§ **Records provided**:
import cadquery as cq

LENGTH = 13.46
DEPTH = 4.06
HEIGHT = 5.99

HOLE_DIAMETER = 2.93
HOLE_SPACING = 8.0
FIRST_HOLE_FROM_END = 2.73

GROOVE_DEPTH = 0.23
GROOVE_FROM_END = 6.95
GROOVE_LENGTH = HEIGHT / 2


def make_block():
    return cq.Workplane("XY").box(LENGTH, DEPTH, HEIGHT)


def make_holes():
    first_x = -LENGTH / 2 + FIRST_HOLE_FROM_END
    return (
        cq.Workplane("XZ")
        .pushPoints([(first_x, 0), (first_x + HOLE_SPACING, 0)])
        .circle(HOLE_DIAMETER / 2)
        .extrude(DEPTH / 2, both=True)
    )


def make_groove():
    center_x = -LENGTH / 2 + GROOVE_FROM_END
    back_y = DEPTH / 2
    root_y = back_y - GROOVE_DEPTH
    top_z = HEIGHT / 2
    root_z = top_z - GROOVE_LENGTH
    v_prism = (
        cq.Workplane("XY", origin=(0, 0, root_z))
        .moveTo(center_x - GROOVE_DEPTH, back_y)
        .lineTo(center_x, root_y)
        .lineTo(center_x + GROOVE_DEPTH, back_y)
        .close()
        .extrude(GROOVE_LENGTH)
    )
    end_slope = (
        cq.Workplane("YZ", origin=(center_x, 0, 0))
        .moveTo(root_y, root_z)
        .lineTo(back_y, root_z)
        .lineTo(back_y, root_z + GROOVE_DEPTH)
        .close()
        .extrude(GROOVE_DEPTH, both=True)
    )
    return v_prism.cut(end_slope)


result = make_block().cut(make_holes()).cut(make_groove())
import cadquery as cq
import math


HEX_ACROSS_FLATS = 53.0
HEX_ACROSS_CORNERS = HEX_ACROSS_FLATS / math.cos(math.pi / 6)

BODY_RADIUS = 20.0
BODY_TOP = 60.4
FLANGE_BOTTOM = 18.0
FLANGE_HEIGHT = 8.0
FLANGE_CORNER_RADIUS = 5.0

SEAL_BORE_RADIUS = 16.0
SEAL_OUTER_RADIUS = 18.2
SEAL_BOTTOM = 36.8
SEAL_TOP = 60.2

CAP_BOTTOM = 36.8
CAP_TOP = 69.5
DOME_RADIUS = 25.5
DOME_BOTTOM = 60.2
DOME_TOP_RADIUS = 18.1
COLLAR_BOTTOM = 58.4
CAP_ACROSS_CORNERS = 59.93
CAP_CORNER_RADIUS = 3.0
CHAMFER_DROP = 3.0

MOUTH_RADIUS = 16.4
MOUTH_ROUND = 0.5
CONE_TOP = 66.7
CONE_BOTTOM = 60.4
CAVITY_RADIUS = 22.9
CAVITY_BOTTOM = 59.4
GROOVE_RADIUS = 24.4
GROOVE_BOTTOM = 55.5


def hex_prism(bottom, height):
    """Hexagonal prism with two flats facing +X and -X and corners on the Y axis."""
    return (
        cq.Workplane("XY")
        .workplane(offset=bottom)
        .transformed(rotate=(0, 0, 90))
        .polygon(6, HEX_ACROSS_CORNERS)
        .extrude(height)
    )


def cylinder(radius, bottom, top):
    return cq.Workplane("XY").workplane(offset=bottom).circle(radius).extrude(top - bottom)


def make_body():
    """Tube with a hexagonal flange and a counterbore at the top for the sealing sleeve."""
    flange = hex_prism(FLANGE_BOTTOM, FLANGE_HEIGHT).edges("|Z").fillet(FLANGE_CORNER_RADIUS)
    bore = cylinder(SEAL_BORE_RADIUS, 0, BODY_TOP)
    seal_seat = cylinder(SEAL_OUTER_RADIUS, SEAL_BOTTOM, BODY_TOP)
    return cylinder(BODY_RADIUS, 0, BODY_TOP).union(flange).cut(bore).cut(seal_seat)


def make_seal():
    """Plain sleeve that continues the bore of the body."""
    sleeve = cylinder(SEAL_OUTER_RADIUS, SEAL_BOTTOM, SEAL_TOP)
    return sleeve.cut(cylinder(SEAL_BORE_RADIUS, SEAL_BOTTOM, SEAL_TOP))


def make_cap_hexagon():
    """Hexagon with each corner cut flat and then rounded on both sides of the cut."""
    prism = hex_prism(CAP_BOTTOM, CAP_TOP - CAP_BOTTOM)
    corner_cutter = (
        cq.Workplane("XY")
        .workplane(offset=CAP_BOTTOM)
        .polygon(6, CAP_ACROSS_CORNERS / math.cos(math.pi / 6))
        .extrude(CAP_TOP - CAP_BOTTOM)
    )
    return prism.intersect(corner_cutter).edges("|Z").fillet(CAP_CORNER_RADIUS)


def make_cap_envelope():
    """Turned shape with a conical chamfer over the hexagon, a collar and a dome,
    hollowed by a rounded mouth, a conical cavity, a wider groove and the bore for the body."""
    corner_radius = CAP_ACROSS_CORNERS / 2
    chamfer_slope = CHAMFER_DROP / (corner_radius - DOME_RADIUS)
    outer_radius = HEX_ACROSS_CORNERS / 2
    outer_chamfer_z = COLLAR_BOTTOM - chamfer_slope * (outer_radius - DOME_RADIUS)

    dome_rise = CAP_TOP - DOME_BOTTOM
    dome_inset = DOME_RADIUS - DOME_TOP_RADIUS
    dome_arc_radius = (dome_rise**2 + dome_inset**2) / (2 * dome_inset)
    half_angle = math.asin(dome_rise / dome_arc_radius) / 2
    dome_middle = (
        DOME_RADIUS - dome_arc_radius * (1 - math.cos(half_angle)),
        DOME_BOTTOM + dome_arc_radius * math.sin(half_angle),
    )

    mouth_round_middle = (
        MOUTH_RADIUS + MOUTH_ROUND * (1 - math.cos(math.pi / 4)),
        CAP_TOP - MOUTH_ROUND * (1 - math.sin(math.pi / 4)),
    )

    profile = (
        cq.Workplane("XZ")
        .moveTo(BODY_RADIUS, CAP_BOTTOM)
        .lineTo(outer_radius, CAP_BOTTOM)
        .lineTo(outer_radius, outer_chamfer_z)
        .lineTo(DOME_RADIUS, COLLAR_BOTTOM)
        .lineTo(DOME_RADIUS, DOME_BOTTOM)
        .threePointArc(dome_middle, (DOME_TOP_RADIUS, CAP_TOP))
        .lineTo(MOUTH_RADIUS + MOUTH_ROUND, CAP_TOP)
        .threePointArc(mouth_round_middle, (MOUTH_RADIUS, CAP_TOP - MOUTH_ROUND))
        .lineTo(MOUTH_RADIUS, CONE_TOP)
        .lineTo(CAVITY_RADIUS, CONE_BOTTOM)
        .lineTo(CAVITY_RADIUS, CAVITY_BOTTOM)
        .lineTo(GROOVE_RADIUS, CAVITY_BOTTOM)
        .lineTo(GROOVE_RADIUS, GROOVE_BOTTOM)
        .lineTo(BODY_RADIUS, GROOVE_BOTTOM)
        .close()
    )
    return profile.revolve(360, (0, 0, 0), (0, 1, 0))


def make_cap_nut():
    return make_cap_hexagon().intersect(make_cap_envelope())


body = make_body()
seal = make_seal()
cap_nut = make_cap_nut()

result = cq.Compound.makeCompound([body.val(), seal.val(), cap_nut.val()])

§ **What is expected**: Print, exactly as written, each record in the listing above.

§ **Solution to this problem**:
import cadquery as cq

LENGTH = 13.46
DEPTH = 4.06
HEIGHT = 5.99

HOLE_DIAMETER = 2.93
HOLE_SPACING = 8.0
FIRST_HOLE_FROM_END = 2.73

GROOVE_DEPTH = 0.23
GROOVE_FROM_END = 6.95
GROOVE_LENGTH = HEIGHT / 2


def make_block():
    return cq.Workplane("XY").box(LENGTH, DEPTH, HEIGHT)


def make_holes():
    first_x = -LENGTH / 2 + FIRST_HOLE_FROM_END
    return (
        cq.Workplane("XZ")
        .pushPoints([(first_x, 0), (first_x + HOLE_SPACING, 0)])
        .circle(HOLE_DIAMETER / 2)
        .extrude(DEPTH / 2, both=True)
    )


def make_groove():
    center_x = -LENGTH / 2 + GROOVE_FROM_END
    back_y = DEPTH / 2
    root_y = back_y - GROOVE_DEPTH
    top_z = HEIGHT / 2
    root_z = top_z - GROOVE_LENGTH
    v_prism = (
        cq.Workplane("XY", origin=(0, 0, root_z))
        .moveTo(center_x - GROOVE_DEPTH, back_y)
        .lineTo(center_x, root_y)
        .lineTo(center_x + GROOVE_DEPTH, back_y)
        .close()
        .extrude(GROOVE_LENGTH)
    )
    end_slope = (
        cq.Workplane("YZ", origin=(center_x, 0, 0))
        .moveTo(root_y, root_z)
        .lineTo(back_y, root_z)
        .lineTo(back_y, root_z + GROOVE_DEPTH)
        .close()
        .extrude(GROOVE_DEPTH, both=True)
    )
    return v_prism.cut(end_slope)


result = make_block().cut(make_holes()).cut(make_groove())
import cadquery as cq
import math


HEX_ACROSS_FLATS = 53.0
HEX_ACROSS_CORNERS = HEX_ACROSS_FLATS / math.cos(math.pi / 6)

BODY_RADIUS = 20.0
BODY_TOP = 60.4
FLANGE_BOTTOM = 18.0
FLANGE_HEIGHT = 8.0
FLANGE_CORNER_RADIUS = 5.0

SEAL_BORE_RADIUS = 16.0
SEAL_OUTER_RADIUS = 18.2
SEAL_BOTTOM = 36.8
SEAL_TOP = 60.2

CAP_BOTTOM = 36.8
CAP_TOP = 69.5
DOME_RADIUS = 25.5
DOME_BOTTOM = 60.2
DOME_TOP_RADIUS = 18.1
COLLAR_BOTTOM = 58.4
CAP_ACROSS_CORNERS = 59.93
CAP_CORNER_RADIUS = 3.0
CHAMFER_DROP = 3.0

MOUTH_RADIUS = 16.4
MOUTH_ROUND = 0.5
CONE_TOP = 66.7
CONE_BOTTOM = 60.4
CAVITY_RADIUS = 22.9
CAVITY_BOTTOM = 59.4
GROOVE_RADIUS = 24.4
GROOVE_BOTTOM = 55.5


def hex_prism(bottom, height):
    """Hexagonal prism with two flats facing +X and -X and corners on the Y axis."""
    return (
        cq.Workplane("XY")
        .workplane(offset=bottom)
        .transformed(rotate=(0, 0, 90))
        .polygon(6, HEX_ACROSS_CORNERS)
        .extrude(height)
    )


def cylinder(radius, bottom, top):
    return cq.Workplane("XY").workplane(offset=bottom).circle(radius).extrude(top - bottom)


def make_body():
    """Tube with a hexagonal flange and a counterbore at the top for the sealing sleeve."""
    flange = hex_prism(FLANGE_BOTTOM, FLANGE_HEIGHT).edges("|Z").fillet(FLANGE_CORNER_RADIUS)
    bore = cylinder(SEAL_BORE_RADIUS, 0, BODY_TOP)
    seal_seat = cylinder(SEAL_OUTER_RADIUS, SEAL_BOTTOM, BODY_TOP)
    return cylinder(BODY_RADIUS, 0, BODY_TOP).union(flange).cut(bore).cut(seal_seat)


def make_seal():
    """Plain sleeve that continues the bore of the body."""
    sleeve = cylinder(SEAL_OUTER_RADIUS, SEAL_BOTTOM, SEAL_TOP)
    return sleeve.cut(cylinder(SEAL_BORE_RADIUS, SEAL_BOTTOM, SEAL_TOP))


def make_cap_hexagon():
    """Hexagon with each corner cut flat and then rounded on both sides of the cut."""
    prism = hex_prism(CAP_BOTTOM, CAP_TOP - CAP_BOTTOM)
    corner_cutter = (
        cq.Workplane("XY")
        .workplane(offset=CAP_BOTTOM)
        .polygon(6, CAP_ACROSS_CORNERS / math.cos(math.pi / 6))
        .extrude(CAP_TOP - CAP_BOTTOM)
    )
    return prism.intersect(corner_cutter).edges("|Z").fillet(CAP_CORNER_RADIUS)


def make_cap_envelope():
    """Turned shape with a conical chamfer over the hexagon, a collar and a dome,
    hollowed by a rounded mouth, a conical cavity, a wider groove and the bore for the body."""
    corner_radius = CAP_ACROSS_CORNERS / 2
    chamfer_slope = CHAMFER_DROP / (corner_radius - DOME_RADIUS)
    outer_radius = HEX_ACROSS_CORNERS / 2
    outer_chamfer_z = COLLAR_BOTTOM - chamfer_slope * (outer_radius - DOME_RADIUS)

    dome_rise = CAP_TOP - DOME_BOTTOM
    dome_inset = DOME_RADIUS - DOME_TOP_RADIUS
    dome_arc_radius = (dome_rise**2 + dome_inset**2) / (2 * dome_inset)
    half_angle = math.asin(dome_rise / dome_arc_radius) / 2
    dome_middle = (
        DOME_RADIUS - dome_arc_radius * (1 - math.cos(half_angle)),
        DOME_BOTTOM + dome_arc_radius * math.sin(half_angle),
    )

    mouth_round_middle = (
        MOUTH_RADIUS + MOUTH_ROUND * (1 - math.cos(math.pi / 4)),
        CAP_TOP - MOUTH_ROUND * (1 - math.sin(math.pi / 4)),
    )

    profile = (
        cq.Workplane("XZ")
        .moveTo(BODY_RADIUS, CAP_BOTTOM)
        .lineTo(outer_radius, CAP_BOTTOM)
        .lineTo(outer_radius, outer_chamfer_z)
        .lineTo(DOME_RADIUS, COLLAR_BOTTOM)
        .lineTo(DOME_RADIUS, DOME_BOTTOM)
        .threePointArc(dome_middle, (DOME_TOP_RADIUS, CAP_TOP))
        .lineTo(MOUTH_RADIUS + MOUTH_ROUND, CAP_TOP)
        .threePointArc(mouth_round_middle, (MOUTH_RADIUS, CAP_TOP - MOUTH_ROUND))
        .lineTo(MOUTH_RADIUS, CONE_TOP)
        .lineTo(CAVITY_RADIUS, CONE_BOTTOM)
        .lineTo(CAVITY_RADIUS, CAVITY_BOTTOM)
        .lineTo(GROOVE_RADIUS, CAVITY_BOTTOM)
        .lineTo(GROOVE_RADIUS, GROOVE_BOTTOM)
        .lineTo(BODY_RADIUS, GROOVE_BOTTOM)
        .close()
    )
    return profile.revolve(360, (0, 0, 0), (0, 1, 0))


def make_cap_nut():
    return make_cap_hexagon().intersect(make_cap_envelope())


body = make_body()
seal = make_seal()
cap_nut = make_cap_nut()

result = cq.Compound.makeCompound([body.val(), seal.val(), cap_nut.val()])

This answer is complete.